MA/MFA COMPUTATIONAL STUDIO ARTS

AT

THE CENTRE FOR CREATIVE COLLABORATION

15-19TH SEPTEMBER 2011







PRIVATE VIEW 15TH SEPT 6-9PM

OPENING HOURS 11AM-6PM


16 Acton Street, London, WC1X 9NG (nearest tube Kings Cross)

Students graduating from Goldsmith’s MA and MFA in Computational Studio Arts
present a final exhibition of work within the unique environment of the
Centre For Creative Collaboration.  The range of digital and multi-media
installations on display reflects a diverse nature of practices; from
dynamic and interactive sculpture to digital mail art.  The exhibition aims
to address the complex nature of creative practice in the age of information
technology.


 For more information please contact us on 07828125211


Exhibiting Artists

Ronin Cho has been driven by a keen interest in how one's ideas and
experiences can be communicated to others. He explores the relationship
between kinetic sculptures and media art by investigating the benefits of
using technology and traditional media, including craft.
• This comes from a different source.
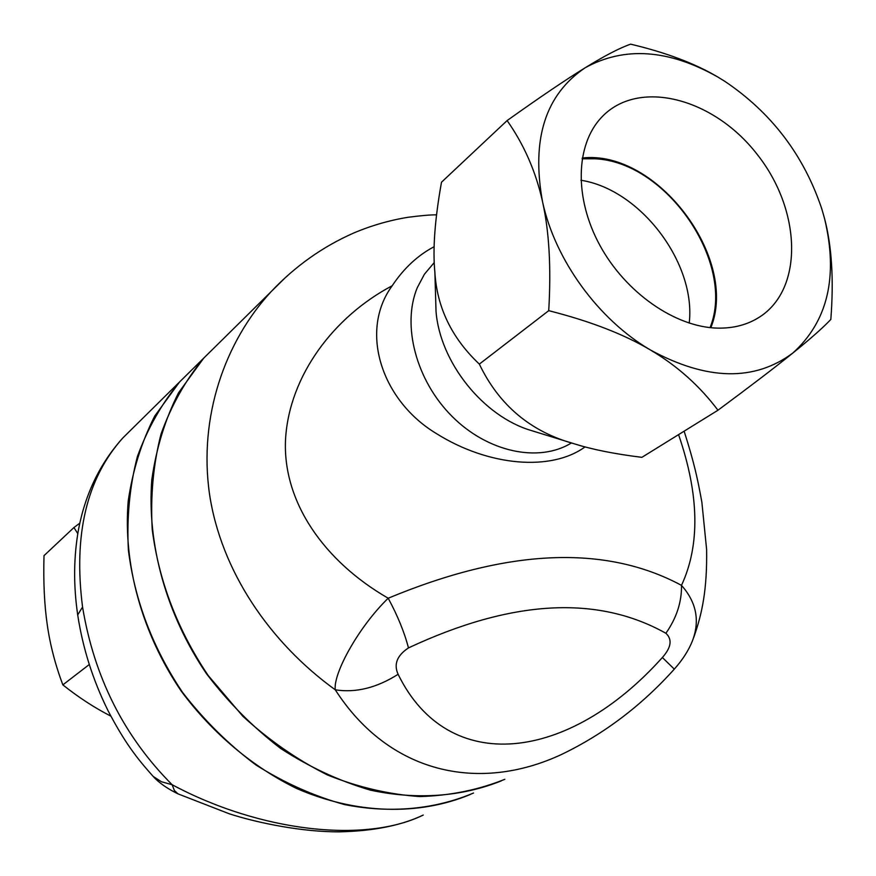 <?xml version="1.0" encoding="UTF-8"?>
<svg xmlns="http://www.w3.org/2000/svg" width="876" height="876" viewBox="0 0 876 876"><rect width="100%" height="100%" fill="white"/><g stroke="black" fill="none" stroke-linecap="round" stroke-linejoin="round"><path stroke-width="1.31" d="M580.898 180.259C640.433 189.391 696.321 263.26 689.204 323.135M710.064 327.613C736.212 263.129 666.483 161.337 594.596 158.786L582.124 158.797M717.433 328.117C675.177 327.131 625.639 292.726 599.896 245.379C574.032 198.053 575.455 144.639 601.659 117.22C638.188 78.293 713.195 97.805 756.776 153.88C801.168 209.287 804.157 288.16 759.875 316.849C747.775 324.7 733.628 328.456 717.433 328.117M582.255 158.008C656.715 149.435 738.95 258.179 710.852 327.69M434.255 262.537L424.444 274.188L417.272 287.7C401.613 325.379 416.22 380.721 452.147 416.461C487.965 452.366 538.981 462.955 571.502 442.938M585.048 446.902C551.519 471.387 489.016 466.623 436.336 433.532C381.805 400.748 358.81 331.38 392.196 285.751C403.77 268.352 417.753 255.332 434.157 246.693M678.572 434.627C699.267 494.732 700.242 544.981 681.495 585.365C605.239 544.368 507.478 548.65 388.199 598.22C358.328 627.227 333.022 673.688 335.278 689.817C355.842 693.025 376.779 687.846 398.109 674.279C393.554 664.326 397.003 655.533 408.468 647.912C511.507 599.71 597.312 594.826 665.891 633.271C676.59 617.952 681.791 601.976 681.495 585.365C696.442 602.206 700.077 620.734 692.401 640.947L692.423 640.893M285.861 277.112L271.122 291.653C224.628 342.067 198.622 417.162 209.463 493.725C220.861 570.692 269.6 642.382 335.278 689.817C388.681 772.971 478.186 793.47 561.801 754.345M408.468 647.912C404.438 632.362 397.682 615.795 388.199 598.22C324.295 561.472 282.05 501.652 285.587 438.548C289.518 375.673 333.581 316.685 392.196 285.751M507.116 120.57L441.504 182.208C434.835 219.339 432.624 249.331 434.868 272.162C436.938 307.432 451.764 338.081 479.336 364.109C499.057 405.238 530.757 431.824 574.426 443.847C592.285 449.498 614.777 453.998 641.889 457.338L717.959 410.231C699.585 385.812 677.115 365.763 650.561 350.061C624.139 334.314 590.194 321.185 548.726 310.673C551.267 267.738 549.197 231.406 542.529 201.666C535.926 171.816 524.122 144.781 507.116 120.57C540.054 97.105 566.093 79.497 585.223 67.737C604.495 55.856 619.628 47.994 630.621 44.161C665.596 52.44 694.46 63.269 717.225 76.672M435.613 297.052L436.029 311.363C439.927 362.357 483.355 416.538 531.349 430.554L574.426 443.847M724.715 81.26L717.597 76.891C668.574 49.253 624.446 46.198 585.223 67.737C545.409 94.509 531.184 139.153 542.529 201.666C554.979 259.975 598.549 319.806 650.561 350.061C706.943 380.622 754.356 381.618 792.791 353.072C827.787 321.426 838.387 276.608 824.579 218.628L821.808 208.937C803.872 155.304 771.515 112.741 724.715 81.26M824.579 218.628C831.817 246.178 833.908 279.783 830.82 319.455C823.046 327.69 810.377 338.902 792.791 353.072C775.37 367.132 750.425 386.185 717.959 410.231M479.336 364.109L548.726 310.673M177.992 793.864C162.706 786.44 155.435 778.972 153.18 776.421L161.425 781.742L172.145 784.732C260.446 831.915 365.117 843.522 423.239 815.063C401.405 825.477 373.537 831.072 339.647 831.839C303.063 832.134 257.708 823.035 229.282 813.793L177.992 793.864L174.401 790.513L172.145 784.732C124.042 736.519 94.181 677.279 82.563 607.024C73.266 534.568 86.735 478.165 122.979 437.803L133.897 427.017M77.789 533.637L73.945 527.527L79.793 523.18M73.945 527.527L44.008 555.647C43.285 582.08 44.38 605.163 47.282 624.906C50.085 644.692 55.276 664.687 62.842 684.879C78.643 697.438 94.641 707.852 110.836 716.13M89.264 664.534L62.842 684.879M665.891 633.271C672.461 639.37 671.29 647.441 662.376 657.504L674.301 669.133C682.546 659.902 688.591 650.507 692.401 640.947M216.646 345.396L203.911 357.955C185.657 379.965 171.368 405.303 161.042 433.992C153.289 464.192 150.354 496.046 152.227 529.531C158.852 581.127 177.489 629.778 208.149 675.462L242.816 716.229C269.031 740.253 297.282 759.842 327.558 775.019C358.404 787.327 389.218 794.51 419.998 796.569C450.176 795.66 478.449 789.911 504.839 779.301M473.533 793.021C434.934 809.38 390.543 813.662 344.684 804.617C314.09 796.207 284.514 782.991 255.956 764.989C228.57 744.458 204.13 720.302 182.635 692.522C152.752 647.977 134.674 600.487 128.378 550.029C126.681 517.278 129.692 486.081 137.412 456.473C147.661 428.32 161.797 403.409 179.799 381.739L192.348 369.354M501.324 780.877C462.013 796.667 416.954 800.149 370.471 790.163C339.483 781.096 309.556 767.201 280.67 748.476C252.978 727.222 228.286 702.355 206.583 673.852C166.298 614.58 146.774 543.941 151.822 479.577C156.311 448.096 165.203 419.177 178.529 392.798L203.637 358.229L216.361 345.67M192.085 369.617L179.536 382.002L154.745 416.023C141.573 441.931 132.714 470.303 128.192 501.149C122.99 564.177 141.857 633.162 181.113 690.956C212.266 733.026 252.211 766.664 296.427 788.389C356.083 814.406 418.717 815.852 470.073 794.576M82.563 607.024L77.701 614.919L77.854 615.916M662.376 657.504C568.852 762.01 448.348 777.122 398.109 674.279M755.791 319.313L759.875 316.849M693.77 637.356C702.355 613.145 707.206 588.902 706.614 549.537L701.884 502.353C697.69 479.15 694.438 463.634 684.145 431.167M436.533 214.85C430.62 214.773 421.181 215.584 408.227 217.259C389.535 220.281 371.347 225.537 353.652 233.038C322.587 246.725 295.07 266.271 271.122 291.653L203.911 357.955M436.029 311.385L434.868 272.162M153.18 776.421C136.995 758.342 124.819 742.848 107.879 710.37C92.823 679.875 82.771 648.065 77.701 614.919C73.332 585.026 73.639 556.37 78.621 528.94C85.487 493.352 100.269 462.977 122.979 437.803L179.536 382.002M561.823 754.324C604.221 733.869 641.714 705.465 674.301 669.133M179.799 381.739L203.637 358.229"/></g></svg>

As society evolves
by increasingly adopting new media into everyday life, art should
increasingly reflect this progression to remain relevant.

Gabriel Ighodaro  presents the software work The Inevitable Need.

Phil Jones is a programmer in a world that is dissolving into software. And
for him, this is a kind of enchantment; it is magical that words can conjure
things into existence.

The pieces he is showing here are all examples of that magic.  Words made,
if not flesh, at least plastic. Abstraction, recursion, grammar and logic
are transmuted into space and movement, geometry and mechanics.

Noemi Martinez-Santiago is a freelance interactive designer and visual
artist from Spain. Her work explores the connections between vision and
knowledge and often bridges between the imaginary and the real. She aims to
create surreal interactive experiences through the use of computation.


 Hestia Peppe works with installation, durational performance and
telepresence.  The artist draws attention to new technologies such as video,
the web and mass communication and their earlier manifestations;
storytelling, mark, ritual, pattern and fire.  In Votive Space, a site
specific installation for C4CC, continuity is established between the role
of communication technology in making connections between disparate people
and things and ancient practices of altar making and votive offerings.


 Will Robinson is an artist and designer based in London whose work lives in
the intersection of art and science. Experimenting with pseudo-scientific
experimentation Will stages experiments that highlight the tensions inherent
in both art and science. Exhibited in this show will be the latest
experiment devised by Will and his scientific collaborator, Dr. Robert
Thwaites.



I-Yeh, Wu was born in Taipei, Taiwan. The works Wu makes are normally driven
by his curiosity about technologies that we can easily access in everyday
life.  He tries to understand how it works, slightly change the way it
should be used in order to deliver his personal philosophy, and to prompt
viewers to use their different perspectives to respond to it. Dollar Post is
an electronic mail system that allows users to send an electronic card.  It
asks machines to process the time of mailing similarly to the time it would
take in the physical world. In the show, I-Yeh, Wu will exhibit a serious of
document that he used to send by this system.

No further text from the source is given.